Mas Canuto estava longe de ser o único viking a desempenhar um papel importante na história. Há também Leif Eriksson, que se acredita ter viajado para a América do Norte 500 anos antes de Cristóvão Colombo. Diz-se que outro viking, Olaf Tryggvason, introduziu o cristianismo na Noruega. É claro que essas pessoas foram influentes e se entregaram a muito mais do que pirataria e pilhagem.

E em um comunicado à imprensa da Universidade de Bristol, o arqueólogo dinamarquês Professor Søren Sindbæk confirmou a importância da cultura Viking. Ele disse: "As diásporas escandinavas estabeleceram comércio e colonização que se estendem do continente americano às estepes asiáticas." Isso é muito mais longe do que pensávamos, de qualquer maneira.

Sindbæk continuou: “[Os vikings] exportaram ideias, tecnologias, linguagem, crenças e práticas e desenvolveram novas estruturas sociopolíticas. [E], o mais importante, nossos resultados mostram que a identidade 'Viking' não se limitou a pessoas com ancestralidade genética escandinava.” O túmulo dos guerreiros nas Orkneys confirma o último ponto de Sindbæk.

O Dr. Daniel Lawson da Universidade de Bristol também explicou como os vikings se misturaram com outros europeus. Citado no comunicado à imprensa, ele disse: “Os vikings têm uma imagem de invasores ferozes, e certamente eram. O que foi mais surpreendente é o quão bem eles assimilaram outros povos. Os escoceses e irlandeses se integraram à sociedade Viking bem o suficiente para que indivíduos sem ascendência escandinava recebam um enterro Viking completo - na Noruega e na Grã-Bretanha.”

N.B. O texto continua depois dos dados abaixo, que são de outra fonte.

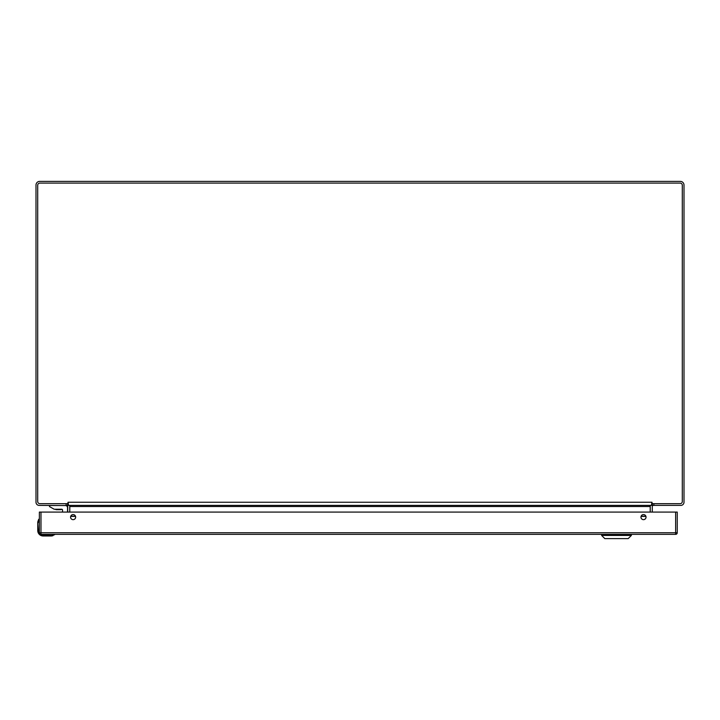 <?xml version="1.0" encoding="UTF-8"?>
<svg xmlns="http://www.w3.org/2000/svg" width="720" height="720" viewBox="0 0 720 720"><rect width="100%" height="100%" fill="white"/><g stroke="black" fill="none" stroke-linecap="round" stroke-linejoin="round"><path stroke-width="1.08" d="M652.275 503.685L652.275 505.386L680.841 505.386A3.159 3.159 0 0 0 684 502.227L684 185.058A3.672 3.672 0 0 0 680.328 181.386L39.672 181.386A3.672 3.672 0 0 0 36 185.058L36 502.227A3.159 3.159 0 0 0 39.159 505.386L67.212 505.575A1.134 1.134 0 0 0 66.591 505.386L67.212 505.575A1.134 1.134 0 0 1 67.725 506.52L67.725 512.082M650.25 512.082L650.25 506.52A3.159 3.159 0 0 1 650.403 505.566M67.725 503.685L67.725 505.386M69.597 505.566A3.159 3.159 0 0 1 69.75 506.52L69.75 512.082M652.275 504.783L651.816 504.081M652.275 512.082L652.275 506.52A1.134 1.134 0 0 1 653.409 505.386L652.275 505.386M67.725 504.783L68.184 504.081M653.409 505.386L652.788 505.575M67.779 503.685L68.031 502.227L68.454 504.369L67.779 503.685L39.861 503.685A2.16 2.16 0 0 1 37.701 501.525L37.701 185.247A2.16 2.16 0 0 1 39.861 183.087L680.139 183.087A2.16 2.16 0 0 1 682.299 185.247L682.299 501.525A2.16 2.16 0 0 1 680.139 503.685L652.221 503.685L651.969 502.227L651.546 504.369L652.221 503.685M651.546 504.369L651.546 505.386L68.454 505.386L68.454 504.369M69.804 512.082L69.804 505.386M650.196 512.082L650.196 505.575L650.817 505.386M69.804 505.575L69.183 505.386M601.614 535.419L604.809 538.614L628.191 538.614L631.386 535.419L601.614 535.419L601.614 534.357M631.386 535.419L631.386 534.357M52.956 535.68L51.993 535.905A6.75 6.75 0 0 1 50.967 535.977L43.155 535.977A5.4 5.4 0 0 1 37.755 530.577L37.755 530.631M39.366 532.368L39.366 521.802M41.355 534.357L43.155 534.357M38.439 532.215L37.755 530.577L37.755 522.765A6.75 6.75 0 0 1 37.836 521.739L38.709 519.3L37.836 521.739A6.75 6.75 0 0 0 37.755 522.765L38.439 532.215M54.45 534.762L51.93 534.762L51.993 535.905A6.75 6.75 0 0 1 50.967 535.977L54.63 534.717L54.225 534.357L54.63 534.717M37.755 530.577L37.755 530.577A5.4 5.4 0 0 0 43.155 535.977L43.155 535.572C40.14 535.257 38.475 533.592 38.16 530.577M38.97 519.291L38.97 521.802L38.232 521.802L39.015 519.111L39.366 519.444L38.709 519.3M67.536 512.082L67.536 507.654A2.133 2.133 0 0 0 65.403 505.521L49.473 505.521L49.473 506.574L54.225 509.247L61.749 509.247M61.704 509.247A0.837 0.837 0 0 1 62.541 510.084A0.837 0.837 0 0 0 61.776 509.256A0.837 0.837 0 0 1 62.541 510.084L62.541 512.082M54.225 509.247L55.233 509.247A2.43 2.43 0 0 0 56.61 509.679L60.399 509.679A2.43 2.43 0 0 0 61.776 509.256M55.233 509.247A2.43 2.43 0 0 0 56.61 509.679L56.619 509.679A2.43 2.43 0 0 1 55.233 509.247A2.43 2.43 0 0 0 56.61 509.679L60.174 509.679M58.509 509.679L60.129 509.679M643.5 514.584A2.538 2.538 0 0 0 640.962 517.122A2.538 2.538 0 0 0 643.5 519.66A2.538 2.538 0 0 0 646.038 517.122A2.538 2.538 0 0 0 643.5 514.584M73.116 514.584A2.538 2.538 0 0 0 70.578 517.122A2.538 2.538 0 0 0 73.116 519.66A2.538 2.538 0 0 0 75.654 517.122A2.538 2.538 0 0 0 73.116 514.584M675.63 512.082L677.25 512.082L677.25 532.737A1.62 1.62 0 0 1 675.63 534.357L40.986 534.357L40.986 532.737L39.366 532.737L39.366 512.082L40.986 512.082L40.986 532.737L675.63 532.737L675.63 512.082L40.986 512.082M39.366 532.737A1.62 1.62 0 0 0 40.986 534.357A1.62 1.62 0 0 1 39.366 532.737M653.895 503.685L653.895 505.386M66.105 505.386L66.105 503.685M68.454 502.227L651.546 502.227M650.196 506.52L69.804 506.52M645.867 516.204L641.133 516.204M75.492 516.204L70.749 516.204M645.93 516.384L641.07 516.384M75.546 516.384L70.695 516.384M50.967 535.572L43.155 535.572M37.836 521.739L38.16 522.765M51.93 534.357L43.155 534.762M677.25 532.737L675.63 532.737L675.63 534.357A1.62 1.62 0 0 0 677.25 532.737M652.446 505.044L652.275 504.513M67.554 505.044L67.725 504.477L67.554 505.044"/></g></svg>

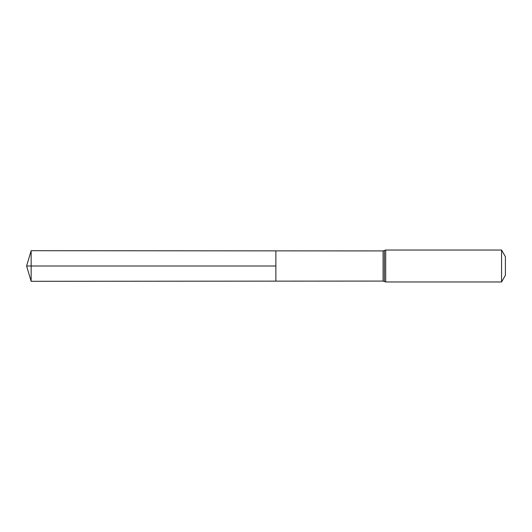 <?xml version="1.0" encoding="UTF-8"?>
<svg xmlns="http://www.w3.org/2000/svg" width="532" height="532" viewBox="0 0 532 532"><rect width="100%" height="100%" fill="white"/><g stroke="black" fill="none" stroke-linecap="round" stroke-linejoin="round"><path stroke-width="0.8" d="M275.869 266L275.869 250.858L31.149 250.705L31.149 281.295L275.869 281.142L275.869 250.858L383.1 250.924L383.1 281.076L275.869 281.142L275.869 266M501.563 250.04L501.563 281.96L505.4 275.31L505.4 256.69L501.563 250.04L385.7 250.04L383.1 250.924M31.149 281.295L26.6 266L275.869 266L31.149 266M501.563 281.96L385.7 281.96L385.7 250.04M385.7 281.96L384.403 281.514L384.403 250.486M384.403 281.514L383.1 281.076M26.6 266L31.149 250.705"/></g></svg>
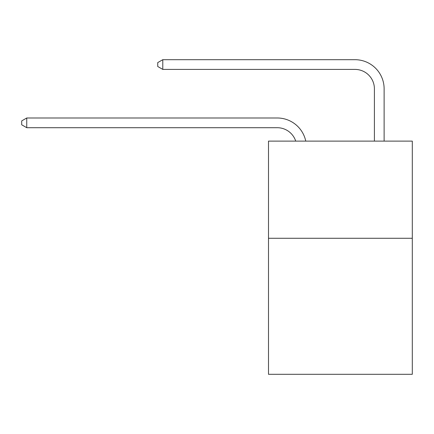 <?xml version="1.0" encoding="UTF-8"?>
<svg xmlns="http://www.w3.org/2000/svg" width="434" height="434" viewBox="0 0 434 434"><rect width="100%" height="100%" fill="white"/><g stroke="black" fill="none" stroke-linecap="round" stroke-linejoin="round"><path stroke-width="0.65" d="M412.3 238.277L412.3 374.309L268.5 374.309L268.5 141.115L412.3 141.115L412.3 238.277L268.5 238.277M374.406 141.115L374.406 88.84A19.432 19.432 16.4 0 0 354.974 69.407L162.783 69.407L157.732 66.494L157.732 62.605L162.783 59.691L354.974 59.691A29.149 29.149 -163.6 0 1 384.123 88.84L384.123 141.115M374.406 88.84A19.432 19.432 16.4 0 0 354.974 69.407A19.432 19.432 16.4 0 1 374.406 88.84A19.432 19.432 16.4 0 0 354.974 69.407A19.432 19.432 16.4 0 1 374.406 88.84A19.432 19.432 16.4 0 0 354.974 69.407A19.432 19.432 16.4 0 1 374.406 88.84A19.432 19.432 16.4 0 0 354.974 69.407A19.432 19.432 16.4 0 1 374.406 88.84A19.432 19.432 16.4 0 0 354.974 69.407A19.432 19.432 16.4 0 1 374.406 88.84M295.717 141.115A19.432 19.432 -39.8 0 0 277.239 127.704L26.751 127.704L21.7 124.791L21.7 120.907L26.751 117.988L277.239 117.988A29.149 29.149 140.2 0 1 305.764 141.115M26.751 117.988L26.751 127.704M162.783 59.691L162.783 69.407"/></g></svg>
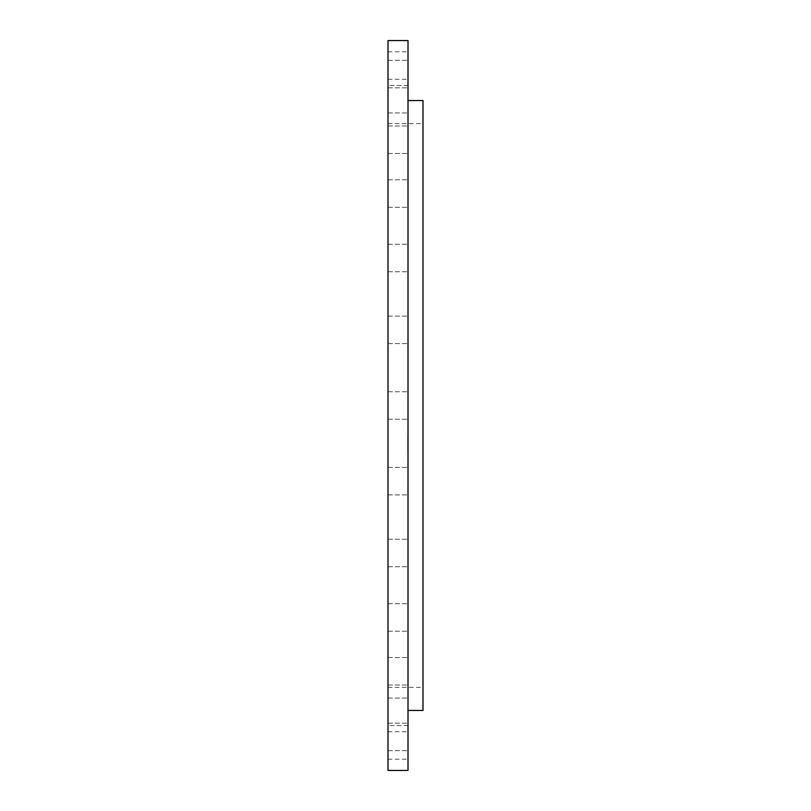 <?xml version="1.0" encoding="UTF-8"?>
<svg xmlns="http://www.w3.org/2000/svg" width="811" height="811" viewBox="0 0 811 811"><rect width="100%" height="100%" fill="white"/><g stroke="black" fill="none" stroke-linecap="round" stroke-linejoin="round"><path stroke-width="0.61" stroke-dasharray="4.05 3.04" d="M388.003 398.911L388.003 419.246L388.003 398.911M408.004 398.911L408.004 419.246L408.004 398.911M388.003 770.45L388.003 40.55M388.003 652.855L388.003 123.637L388.003 652.855M388.003 477.405L388.003 494.892L388.003 477.405M388.003 552.301L388.003 566.747L388.003 552.301M388.003 619.827L388.003 603.708L388.003 619.827M388.003 676.607L388.003 657.539L388.003 676.607M388.003 719.793L388.003 698.038L388.003 719.793M388.003 747.225L388.003 723.179L388.003 747.225M388.003 757.515L388.003 731.704L388.003 757.515M388.003 750.155L388.003 723.179L388.003 750.155M388.003 725.521L388.003 698.038L388.003 725.521L408.004 725.531L408.004 698.038L408.004 725.531L408.004 698.038L408.004 725.521L388.003 725.531M388.003 684.829L388.003 657.539L388.003 684.829M388.003 630.137L388.003 603.708L388.003 630.137M388.003 564.172L388.003 539.254L388.003 564.172M388.003 490.26L388.003 467.4L388.003 490.26M388.003 333.595L388.003 316.108L388.003 333.595M388.003 258.699L388.003 244.253L388.003 258.699M388.003 191.173L388.003 207.292L388.003 191.173M388.003 134.393L388.003 153.461L388.003 134.393M388.003 91.207L388.003 112.962L388.003 91.207M388.003 63.775L388.003 87.821L388.003 63.775M388.003 53.485L388.003 79.296L388.003 53.485M388.003 60.845L388.003 87.821L388.003 60.845M388.003 85.479L388.003 112.962L388.003 85.479L408.004 85.469L408.004 112.962L408.004 85.469L408.004 112.962L408.004 85.479L388.003 85.469M388.003 126.171L388.003 153.461L388.003 126.171M388.003 180.863L388.003 207.292L388.003 180.863M388.003 246.828L388.003 271.746L388.003 246.828M388.003 320.74L388.003 343.6L388.003 320.74M408.004 770.45L408.004 40.55M422.997 652.855L422.997 123.637L422.997 652.855M422.997 710.456L422.997 100.544M408.004 137.87L408.004 710.456L408.004 137.87M408.004 477.405L408.004 494.892L408.004 477.405M408.004 552.301L408.004 566.747L408.004 552.301M408.004 619.827L408.004 603.708L408.004 619.827M408.004 676.607L408.004 657.539L408.004 676.607M408.004 747.225L408.004 723.179L408.004 747.225M408.004 757.515L408.004 731.704L408.004 757.515M408.004 750.155L408.004 723.179L408.004 750.155M408.004 684.829L408.004 657.539L408.004 684.829M408.004 630.137L408.004 603.708L408.004 630.137M408.004 564.172L408.004 539.254L408.004 564.172M408.004 490.26L408.004 467.4L408.004 490.26M408.004 333.595L408.004 316.108L408.004 333.595M408.004 258.699L408.004 244.253L408.004 258.699M408.004 191.173L408.004 207.292L408.004 191.173M408.004 134.393L408.004 153.461L408.004 134.393M408.004 63.775L408.004 87.821L408.004 63.775M408.004 53.485L408.004 79.296L408.004 53.485M408.004 60.845L408.004 87.821L408.004 60.845M408.004 126.171L408.004 153.461L408.004 126.171M408.004 180.863L408.004 207.292L408.004 180.863M408.004 246.828L408.004 271.746L408.004 246.828M408.004 320.74L408.004 343.6L408.004 320.74M408.004 451.017L408.004 436.065L408.004 451.017M407.7 451.017L407.7 436.065L407.7 451.017M407.7 437.687L407.7 449.466L407.7 437.687M407.7 442.36L407.7 438.933L407.7 442.36M407.7 449.77L408.004 450.683L407.7 449.77M407.7 447.287L407.7 443.617L408.004 447.287M407.7 448.351L407.7 449.253L408.004 448.351M407.7 437.352L408.004 436.45L407.7 437.352M407.7 438.771L407.7 437.869L408.004 438.771M408.004 437.687L408.004 449.466L408.004 437.687M408.004 442.674L408.004 441.873L408.004 442.674M408.004 445.249L408.004 444.083L407.7 445.249M408.004 443.86L408.004 444.773L407.7 443.86M408.004 439.836L408.004 438.933L407.7 439.836M388.003 419.246L408.004 419.246L388.003 419.246M388.003 391.754L408.004 391.754L388.003 391.754M388.003 123.637L422.997 123.637M388.003 687.363L422.997 687.363M388.003 494.892L408.004 494.892L388.003 494.892M388.003 467.4L408.004 467.4L388.003 467.4M388.003 566.747L408.004 566.747L388.003 566.747M388.003 539.254L408.004 539.254L388.003 539.254M388.003 631.201L408.004 631.201L388.003 631.201M388.003 603.708L408.004 603.708L388.003 603.708M388.003 685.031L408.004 685.031L388.003 685.031M388.003 657.539L408.004 657.539L388.003 657.539M388.003 698.038L408.004 698.038L388.003 698.038M388.003 750.682L408.004 750.682L388.003 750.682M388.003 723.179L408.004 723.179L388.003 723.179M388.003 759.197L408.004 759.197M388.003 731.704L408.004 731.704M388.003 316.108L408.004 316.108L388.003 316.108M388.003 343.6L408.004 343.6L388.003 343.6M388.003 244.253L408.004 244.253L388.003 244.253M388.003 271.746L408.004 271.746L388.003 271.746M388.003 179.799L408.004 179.799L388.003 179.799M388.003 207.292L408.004 207.292L388.003 207.292M388.003 125.969L408.004 125.969L388.003 125.969M388.003 153.461L408.004 153.461L388.003 153.461M388.003 112.962L408.004 112.962L388.003 112.962M388.003 60.318L408.004 60.318L388.003 60.318M388.003 87.821L408.004 87.821L388.003 87.821M388.003 51.803L408.004 51.803M388.003 79.296L408.004 79.296"/><path stroke-width="1.22" d="M388.003 85.226L388.003 770.45L408.004 770.45L408.004 40.55L388.003 40.55L388.003 85.226M408.004 100.544L422.997 100.544L422.997 710.456L408.004 710.456"/></g></svg>

Outro acadêmico envolvido na pesquisa, o professor Fernando Racimo, também ampliou a importância dos resultados do estudo. Ele disse: “Os genomas Viking nos permitem desvendar como a seleção se desenrolou antes, durante e depois dos movimentos Viking pela Europa, afetando genes associados a características importantes como imunidade, pigmentação e metabolismo. Também podemos começar a inferir a aparência física dos antigos vikings e compará-los aos escandinavos de hoje.”

E embora os vikings não possam mais usar seus escaleres para atacar vilarejos e cidades europeias infelizes, sua herança genética continua viva. Cerca de 6% dos britânicos podem ter DNA Viking em seus genes. Na Suécia moderna? Essa estimativa sobe para 10 por cento. Então, é justo dizer que os vikings - loiros ou não - ainda vivem entre nós hoje. Talvez você mesmo tenha um pequeno guerreiro em si...

E os resultados da análise trouxeram algumas conclusões inovadoras sobre os vikings. Sim, parece que realmente teremos que pensar novamente sobre esses guerreiros ferozes, pois muito do que sabemos sobre eles se revelou falso. Muito louco, certo? Mas há alguns boatos sobre os vikings que ainda são verdadeiros.

Sabemos, por exemplo, que a palavra “Viking” deriva do antigo escandinavo vikingr - que, apropriadamente, é traduzido para o português como “pirata”. E, sim, eles eram saqueadores. Na verdade, o primeiro grande ataque dos vikings na Europa Ocidental foi um ataque particularmente violento. Isso aconteceu em uma ilha próxima à costa do que hoje é a Inglaterra.

Portanto, os vikings estavam longe de ser um povo insular que apenas deixou a Escandinávia para pilhar e saquear seus companheiros europeus. Eles eram, na verdade, um povo notavelmente variado, como Willerslev apontou. Ele disse: “Os vikings tinham muito mais genes do sul e do leste da Europa do que esperávamos”.

Mas, embora os próprios vikings já tenham partido há muito, a mitologia que os cerca permanece. Você provavelmente já viu representações desses lutadores em filmes e programas de TV e leu sobre eles em romances. Eles até se infiltraram na ópera. Sim, Richard Wagner, estamos olhando para você. O clássico operístico do compositor alemão chamado O Anel do Nibelungo em português glorifica os vikings e sua cultura guerreira.